El vínculo entre el crimen, la verdad y la justicia es una premisa de la sociedad moderna: todos creemos que debe haber una relación ente los tres. Una vez que se comete un crimen, la policía debe establecer qué sucedió y quién es responsable, y el sistema judicial debe darle seguimiento con un castigo adecuado. En México, esa premisa es tan antigua como la nación misma. Sin embargo, durante esas cuatro décadas de mediados del siglo XX, los mexicanos llegaron a definir la realidad más bien por la ausencia de esa conexión: la verdad acerca de los crímenes específicos solía ser imposible de conocer, con lo cual la justicia podía obtenerse sólo de manera ocasional, las más de las veces al margen de las instituciones estatales. De los años veinte a los cincuenta también vemos el desarrollo del lenguaje y los temas que le permitieron a los ciudadanos hablar del problema y mantenerlo en un lugar central de la vida pública. Sin embargo, este libro no se trata únicamente de símbolos o ideas. Incluso las percepciones —una palabra utilizada comúnmente por los políticos contemporáneos para insinuar que ellos saben más acerca de la realidad que la población— son resultado de prácticas llevadas a cabo lo mismo por actores sociales que por el Estado. Este libro rastrea las formas en las que se rompió el nexo entre crimen, verdad y justicia, y examina los intentos de la sociedad civil por restablecerlo. El periodo de la historia nacional que se aborda aquí, precedido por una dictadura y una guerra civil, fue testigo del desarrollo de una serie coherente de conocimientos y prácticas en torno al crimen y la justicia. Estas nociones básicas sobrevivieron más allá del fin de este periodo, cuando nuevas formas de crimen organizado y de complicidad y violencia por parte del Estado rebasaron la habilidad de la sociedad civil para lidiar con ellos.
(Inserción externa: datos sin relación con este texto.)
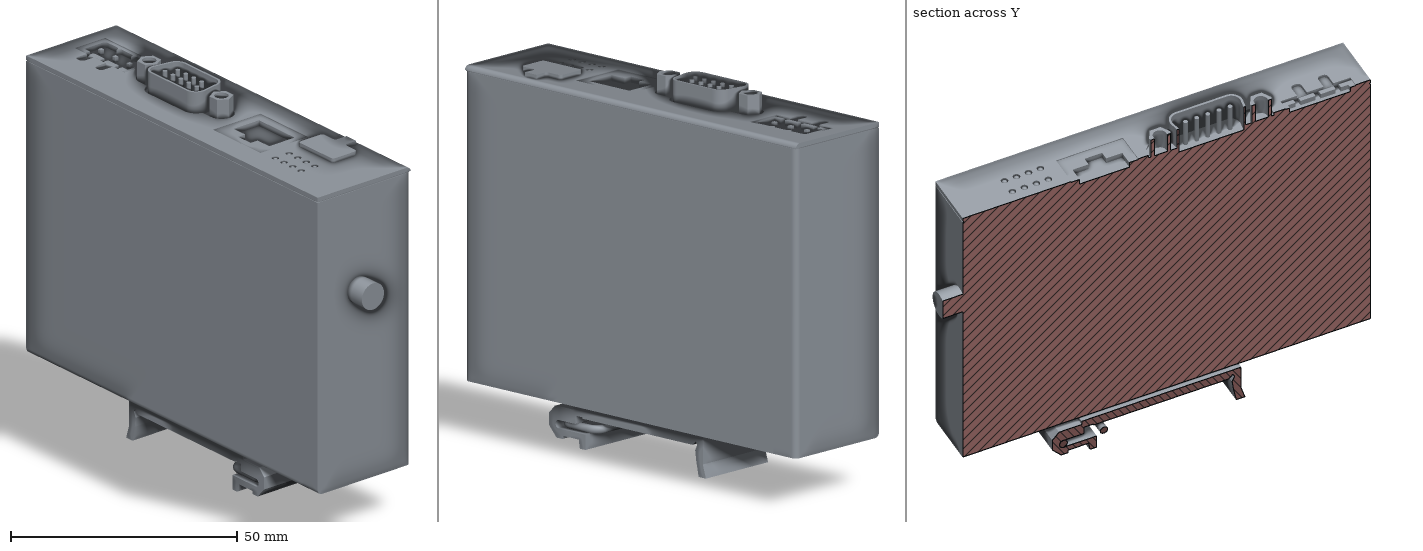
import cadquery as cq
import math

OVERALL_LENGTH = 105.9
OVERALL_HEIGHT = 87.5

HOUSING_LENGTH = 100.9
HOUSING_DEPTH = 26.8
HOUSING_HEIGHT = 72.0
BEND_RADIUS = 1.3
TOP_PLATE_THICKNESS = 1.1
SEAM_WIDTH = 0.2
SEAM_DEPTH = 0.2

SOCKET_RADIUS = 3.2
SOCKET_LENGTH = OVERALL_LENGTH - HOUSING_LENGTH
SOCKET_Y = 11.8
SOCKET_Z = 46.5

PANEL_STEP = 0.2

TERMINAL_LEFT, TERMINAL_RIGHT = 3.7, 21.0
TERMINAL_FRONT, TERMINAL_BACK = 10.9, 19.6
TERMINAL_X = 12.5
TERMINAL_PITCH = 5.0
TERMINAL_CAVITY_WIDTH = 3 * TERMINAL_PITCH
TERMINAL_CAVITY_FRONT, TERMINAL_CAVITY_BACK = 12.6, 18.6
TERMINAL_CAVITY_DEPTH = 1.3
TERMINAL_LOBE_RADIUS = 1.0
TERMINAL_SLOPE_BACK = 11.5
TERMINAL_SLOT_WIDTH = 1.3
TERMINAL_PIN_SIZE = 1.0
TERMINAL_PIN_Y = 15.2
TERMINAL_PIN_HEIGHT = 1.3
LATCH_XS = (9.1, 15.7)
LATCH_WIDTH = 2.4
LATCH_FRONT = 7.4
LATCH_DEPTH = 0.7
LATCH_CORNER = 1.0

DSUB_X = 39.4
DSUB_Y = 13.0
DSUB_HEIGHT = 4.8
DSUB_RECESS = 0.7
DSUB_CAVITY_DEPTH = 2.1
DSUB_WIDTH = 18.9
DSUB_DEPTH = 9.5
DSUB_SIDE_ANGLE = 10
DSUB_CORNER = 2.6
DSUB_WALL = 0.5
DSUB_MARGIN = 0.7
DSUB_PIN_PITCH = 2.8
DSUB_PIN_ROW_SPACING = 2.5
DSUB_PIN_RADIUS = 0.5
DSUB_PIN_HEIGHT = 4.6
EAR_SPACING = 25.0
EAR_RADIUS = 3.0
NUT_ACROSS_FLATS = 4.7
NUT_HEIGHT = 4.3
NUT_HOLE_RADIUS = 1.6

RJ45_LEFT, RJ45_RIGHT = 57.5, 74.0
RJ45_FRONT, RJ45_BACK = 5.9, 19.6
RJ45_OPENING_LEFT, RJ45_OPENING_RIGHT = 59.7, 72.0
RJ45_OPENING_FRONT, RJ45_OPENING_BACK = 10.1, 17.4
RJ45_LATCH_WIDTH = 4.3
RJ45_LATCH_FRONT = 8.0
RJ45_DEPTH = 1.4

COVER_X = 82.6
COVER_WIDTH = 12.0
COVER_FRONT, COVER_BACK = 14.6, 21.6
COVER_STRAP_WIDTH = 3.4
COVER_STRAP_BACK = 24.9
COVER_HEIGHT = 1.1
COVER_CORNER = 0.7

LAMP_COLUMNS, LAMP_ROWS = 4, 2
LAMP_FIRST_X, LAMP_FIRST_Y = 78.3, 6.7
LAMP_PITCH_X, LAMP_PITCH_Y = 3.0, 3.9
LAMP_HOLE_RADIUS = 0.8
LAMP_DOME_RADIUS = 0.7

CLIP_FRONT = 3.0
CLIP_WIDTH = 20.0
CLIP_TOP = -1.3
CLIP_BOTTOM = HOUSING_HEIGHT + DSUB_HEIGHT - OVERALL_HEIGHT
CLIP_RIGHT = 78.8
BAR_THICKNESS = 2.4
BAR_RIGHT = 71.5
BAR_NOTCH_LEFT = 68.6
BAR_NOTCH_DEPTH = 0.3

HOOK_LEFT = 32.0
HOOK_KNEE_Z = -7.6
HOOK_TIP_LEFT, HOOK_TIP_RIGHT = 31.0, 33.3
HOOK_BULGE_X, HOOK_BULGE_Z = 34.3, -4.8
HOOK_NECK_X, HOOK_NECK_Z = 33.7, -3.4
HOOK_RELIEF_X, HOOK_RELIEF_Z = 34.1, -2.8
HOOK_INNER_X, HOOK_INNER_Z = 34.0, -7.1
BAR_LEFT = 35.2

JAW_LEFT = 70.8
JAW_TOP, JAW_BOTTOM = -2.2, -9.4
JAW_SHOULDER_TOP, JAW_SHOULDER_BOTTOM = -4.0, -7.0
JAW_TOP_RIGHT, JAW_BOTTOM_RIGHT = 77.1, 76.6
JAW_HEEL_LEFT = 74.8
LIP_UNDERSIDE = -8.7
LIP_LEFT, LIP_RIGHT, LIP_TIP_RIGHT = 67.8, 69.8, 69.5
SLOT_TOP, SLOT_BOTTOM = -5.3, -7.2
SLOT_END = 76.9

SPRING_LEFT = 65.0
SPRING_INSET = 0.8
SPRING_BEND_RADIUS = 2.1


def block(left, right, front, back, bottom, top):
    size = (right - left, back - front, top - bottom)
    return cq.Workplane("XY").box(*size, centered=False).translate((left, front, bottom))


def on_top(level=0.0):
    """Workplane parallel to the top panel, `level` above it."""
    return cq.Workplane("XY").workplane(offset=HOUSING_HEIGHT + level)


def make_case():
    """Box with bent-sheet edges and a thin seam groove under the top plate."""
    seam_top = HOUSING_HEIGHT - TOP_PLATE_THICKNESS
    seam_bottom = seam_top - SEAM_WIDTH
    size = (HOUSING_LENGTH, HOUSING_DEPTH)
    lower = cq.Workplane("XY").box(*size, seam_bottom, centered=False)
    lower = lower.edges("|Z and >Y").fillet(BEND_RADIUS)
    lower = lower.edges("|X and <Y and <Z").fillet(BEND_RADIUS)
    rounded_box = cq.Workplane("XY").box(*size, HOUSING_HEIGHT, centered=False)
    rounded_box = rounded_box.edges("|X and >Y and >Z").fillet(BEND_RADIUS)
    plate = rounded_box.intersect(block(0, HOUSING_LENGTH, 0, HOUSING_DEPTH, seam_top, HOUSING_HEIGHT))
    seam = block(
        SEAM_DEPTH, HOUSING_LENGTH - SEAM_DEPTH, SEAM_DEPTH, HOUSING_DEPTH - SEAM_DEPTH,
        seam_bottom, seam_top,
    )
    return lower.union(seam).union(plate)


def make_socket():
    disc = cq.Workplane("YZ").center(SOCKET_Y, SOCKET_Z).circle(SOCKET_RADIUS)
    return disc.extrude(SOCKET_LENGTH).translate((HOUSING_LENGTH, 0, 0))


def terminal_pole_xs():
    return [TERMINAL_X + i * TERMINAL_PITCH for i in (-1, 0, 1)]


def make_terminal_cavity(floor):
    """Cavity with a scalloped back and one slot per pole through its front wall."""
    top = HOUSING_HEIGHT
    half_width = TERMINAL_CAVITY_WIDTH / 2
    shoulder = TERMINAL_CAVITY_BACK - TERMINAL_LOBE_RADIUS
    cavity = block(
        TERMINAL_X - half_width, TERMINAL_X + half_width, TERMINAL_CAVITY_FRONT, shoulder, floor, top
    )
    half_pitch = TERMINAL_PITCH / 2
    half_slot = TERMINAL_SLOT_WIDTH / 2
    for x in terminal_pole_xs():
        lobe = block(
            x - half_pitch, x + half_pitch, TERMINAL_CAVITY_FRONT, TERMINAL_CAVITY_BACK, floor, top
        )
        lobe = lobe.edges("|Z and >Y").fillet(TERMINAL_LOBE_RADIUS)
        slot = block(x - half_slot, x + half_slot, TERMINAL_FRONT, TERMINAL_CAVITY_FRONT, floor, top)
        cavity = cavity.union(lobe).union(slot)
    return cavity


def make_latch_notch(x):
    half_width = LATCH_WIDTH / 2
    notch = block(
        x - half_width, x + half_width, LATCH_FRONT, TERMINAL_FRONT,
        HOUSING_HEIGHT - LATCH_DEPTH, HOUSING_HEIGHT,
    )
    return notch.edges("|Z and <Y").fillet(LATCH_CORNER)


def cut_terminal_block(case):
    face = HOUSING_HEIGHT - PANEL_STEP
    floor = face - TERMINAL_CAVITY_DEPTH
    frame = block(TERMINAL_LEFT, TERMINAL_RIGHT, TERMINAL_FRONT, TERMINAL_BACK, face, HOUSING_HEIGHT)
    wall_slope = (
        cq.Workplane("YZ")
        .polyline([
            (TERMINAL_SLOPE_BACK, face),
            (TERMINAL_FRONT, face),
            (TERMINAL_FRONT, HOUSING_HEIGHT - LATCH_DEPTH),
        ])
        .close().extrude(TERMINAL_RIGHT - TERMINAL_LEFT).translate((TERMINAL_LEFT, 0, 0))
    )
    case = case.cut(frame).cut(wall_slope).cut(make_terminal_cavity(floor))
    for x in LATCH_XS:
        case = case.cut(make_latch_notch(x))

    half_pin = TERMINAL_PIN_SIZE / 2
    pin_top = floor + TERMINAL_PIN_HEIGHT
    for x in terminal_pole_xs():
        pin = block(
            x - half_pin, x + half_pin, TERMINAL_PIN_Y - half_pin, TERMINAL_PIN_Y + half_pin, floor, pin_top
        )
        case = case.union(pin)
    return case


def dsub_prism(offset, bottom, height):
    """Rounded trapezoid, wider at the front, grown outwards by `offset`."""
    half_front = DSUB_WIDTH / 2
    half_back = half_front - DSUB_DEPTH * math.tan(math.radians(DSUB_SIDE_ANGLE))
    half_depth = DSUB_DEPTH / 2
    prism = (
        on_top(bottom).center(DSUB_X, DSUB_Y)
        .polyline([
            (-half_front, -half_depth), (half_front, -half_depth),
            (half_back, half_depth), (-half_back, half_depth),
        ])
        .close().offset2D(offset, "intersection").extrude(height)
    )
    return prism.edges("|Z").fillet(DSUB_CORNER + offset)


def add_dsub(case):
    ears = (
        on_top(-DSUB_RECESS).center(DSUB_X, DSUB_Y)
        .slot2D(EAR_SPACING + 2 * EAR_RADIUS, 2 * EAR_RADIUS).extrude(DSUB_RECESS)
    )
    case = case.cut(dsub_prism(DSUB_MARGIN, -DSUB_RECESS, DSUB_RECESS).union(ears))

    case = case.union(dsub_prism(0, -DSUB_RECESS, DSUB_HEIGHT + DSUB_RECESS))
    case = case.cut(dsub_prism(-DSUB_WALL, -DSUB_CAVITY_DEPTH, DSUB_HEIGHT + DSUB_CAVITY_DEPTH))

    for pin_count, side in ((5, -1), (4, 1)):
        for i in range(pin_count):
            x = DSUB_X + (i - (pin_count - 1) / 2) * DSUB_PIN_PITCH
            y = DSUB_Y + side * DSUB_PIN_ROW_SPACING / 2
            pin = on_top(-DSUB_CAVITY_DEPTH).center(x, y).circle(DSUB_PIN_RADIUS)
            case = case.union(pin.extrude(DSUB_PIN_HEIGHT + DSUB_CAVITY_DEPTH))

    across_corners = NUT_ACROSS_FLATS / math.cos(math.radians(30))
    for side in (-1, 1):
        nut = (
            on_top(-DSUB_RECESS).center(DSUB_X + side * EAR_SPACING / 2, DSUB_Y)
            .polygon(6, across_corners).circle(NUT_HOLE_RADIUS).extrude(NUT_HEIGHT + DSUB_RECESS)
        )
        case = case.union(nut)
    return case


def cut_rj45(case):
    top = HOUSING_HEIGHT
    face = top - PANEL_STEP
    floor = face - RJ45_DEPTH
    frame = block(RJ45_LEFT, RJ45_RIGHT, RJ45_FRONT, RJ45_BACK, face, top)
    opening = block(
        RJ45_OPENING_LEFT, RJ45_OPENING_RIGHT, RJ45_OPENING_FRONT, RJ45_OPENING_BACK, floor, top
    )
    middle = (RJ45_OPENING_LEFT + RJ45_OPENING_RIGHT) / 2
    half_latch = RJ45_LATCH_WIDTH / 2
    latch = block(
        middle - half_latch, middle + half_latch, RJ45_LATCH_FRONT, RJ45_OPENING_FRONT, floor, top
    )
    return case.cut(frame).cut(opening).cut(latch)


def make_usb_cover():
    top = HOUSING_HEIGHT + COVER_HEIGHT
    half_width = COVER_WIDTH / 2
    pad = block(COVER_X - half_width, COVER_X + half_width, COVER_FRONT, COVER_BACK, HOUSING_HEIGHT, top)
    half_strap = COVER_STRAP_WIDTH / 2
    strap = block(
        COVER_X - half_strap, COVER_X + half_strap, COVER_BACK, COVER_STRAP_BACK, HOUSING_HEIGHT, top
    )
    return pad.union(strap).edges("|Z and (not >Y)").fillet(COVER_CORNER)


def add_lamps(case):
    for column in range(LAMP_COLUMNS):
        for row in range(LAMP_ROWS):
            x = LAMP_FIRST_X + column * LAMP_PITCH_X
            y = LAMP_FIRST_Y + row * LAMP_PITCH_Y
            hole = on_top().center(x, y).circle(LAMP_HOLE_RADIUS).extrude(-LAMP_DOME_RADIUS)
            dome = cq.Workplane("XY").sphere(LAMP_DOME_RADIUS)
            dome = dome.translate((x, y, HOUSING_HEIGHT - LAMP_DOME_RADIUS))
            case = case.cut(hole).union(dome)
    return case


def make_housing():
    case = make_case().union(make_socket())
    case = cut_terminal_block(case)
    case = add_dsub(case)
    case = cut_rj45(case)
    case = case.union(make_usb_cover())
    return add_lamps(case)


def make_clip():
    slot_radius = (SLOT_TOP - SLOT_BOTTOM) / 2
    slot_middle = (SLOT_TOP + SLOT_BOTTOM) / 2
    bar_bottom = CLIP_TOP - BAR_THICKNESS
    notch_top = bar_bottom + BAR_NOTCH_DEPTH
    profile = (
        cq.Workplane("XZ")
        .moveTo(HOOK_LEFT, CLIP_TOP)
        .lineTo(BAR_RIGHT, CLIP_TOP)
        .lineTo(BAR_RIGHT, JAW_TOP)
        .lineTo(JAW_TOP_RIGHT, JAW_TOP)
        .lineTo(CLIP_RIGHT, JAW_SHOULDER_TOP)
        .lineTo(CLIP_RIGHT, JAW_SHOULDER_BOTTOM)
        .lineTo(JAW_BOTTOM_RIGHT, JAW_BOTTOM)
        .lineTo(JAW_HEEL_LEFT, JAW_BOTTOM)
        .lineTo(JAW_HEEL_LEFT, LIP_UNDERSIDE)
        .lineTo(LIP_RIGHT, LIP_UNDERSIDE)
        .lineTo(LIP_TIP_RIGHT, CLIP_BOTTOM)
        .lineTo(LIP_LEFT, CLIP_BOTTOM)
        .lineTo(LIP_LEFT, SLOT_BOTTOM)
        .lineTo(SLOT_END - slot_radius, SLOT_BOTTOM)
        .threePointArc((SLOT_END, slot_middle), (SLOT_END - slot_radius, SLOT_TOP))
        .lineTo(JAW_LEFT, SLOT_TOP)
        .lineTo(JAW_LEFT, notch_top)
        .lineTo(BAR_NOTCH_LEFT, notch_top)
        .lineTo(BAR_NOTCH_LEFT, bar_bottom)
        .lineTo(BAR_LEFT, bar_bottom)
        .lineTo(HOOK_RELIEF_X, HOOK_RELIEF_Z)
        .lineTo(HOOK_NECK_X, HOOK_NECK_Z)
        .lineTo(HOOK_BULGE_X, HOOK_BULGE_Z)
        .lineTo(HOOK_INNER_X, HOOK_INNER_Z)
        .lineTo(HOOK_TIP_RIGHT, CLIP_BOTTOM)
        .lineTo(HOOK_TIP_LEFT, CLIP_BOTTOM)
        .lineTo(HOOK_LEFT, HOOK_KNEE_Z)
        .close()
    )
    return profile.extrude(-CLIP_WIDTH).translate((0, CLIP_FRONT, 0))


def make_spring():
    """Closed loop of round wire that lies flat in the clip slot."""
    radius = (SLOT_TOP - SLOT_BOTTOM) / 2
    middle_z = (SLOT_TOP + SLOT_BOTTOM) / 2
    left = SPRING_LEFT + radius
    right = SLOT_END - radius
    front = CLIP_FRONT + SPRING_INSET + radius
    back = CLIP_FRONT + CLIP_WIDTH - SPRING_INSET - radius
    bend = SPRING_BEND_RADIUS
    diagonal = bend * (1 - math.sqrt(0.5))
    path = (
        cq.Workplane("XY").workplane(offset=middle_z)
        .moveTo(left + bend, front)
        .lineTo(right - bend, front)
        .threePointArc((right - diagonal, front + diagonal), (right, front + bend))
        .lineTo(right, back - bend)
        .threePointArc((right - diagonal, back - diagonal), (right - bend, back))
        .lineTo(left + bend, back)
        .threePointArc((left + diagonal, back - diagonal), (left, back - bend))
        .lineTo(left, front + bend)
        .threePointArc((left + diagonal, front + diagonal), (left + bend, front))
        .close()
    )
    section = cq.Workplane("YZ", origin=(left + bend, front, middle_z)).circle(radius)
    return section.sweep(path)


housing = make_housing().solids()
clip = make_clip()
spring = make_spring()
result = cq.Compound.makeCompound([housing.val(), clip.val(), spring.val()])

En el México posrevolucionario, la historia del crimen está entrelazada con la historia política. A partir de 1876, el régimen porfirista logró proyectar una imagen de paz por encima de una realidad de violencia social y política. El gobierno hablaba del crimen, en particular de los robos insignificantes y del alcoholismo, como razones para desplegar el castigo como una forma de ingeniería social. Durante la Revolución, la definición legal del crimen prácticamente carecía de sentido, ya que los actos colectivos de robo, asesinato y violación no se castigaban y las autoridades no tenían la capacidad para garantizar la vida o la propiedad. Inmediatamente después de la guerra civil, la confluencia del acceso generalizado a las armas, el conflicto de clase y la laxitud del gobierno en relación con el crimen amplió el margen de tolerancia para la transgresión.1 Los años veinte vieron la consolidación de un gobierno basado en una amplia alianza entre las organizaciones de trabajadores y campesinos, los intelectuales progresistas y los capitalistas nacionales. A partir de 1929, un sistema de un solo partido oficial minimizó la competencia electoral y disciplinó a la clase política en todo el país, aunque no eliminó el clientelismo. Más o menos al mismo tiempo, nuevos códigos y otras reformas legales presagiaban un sistema penal moderno. Sin embargo, tras la fachada de una estabilidad corporativista, la vida pública era inestable y descentralizada, y los distintos actores sociales estaban encontrando nuevas formas de negociar sus relaciones con el Estado y traspasar las divisiones de clase. Las viejas prácticas criminales subsistieron, pero además emergieron formas modernas de criminalidad, las cuales se volvieron más prominentes en la vida pública.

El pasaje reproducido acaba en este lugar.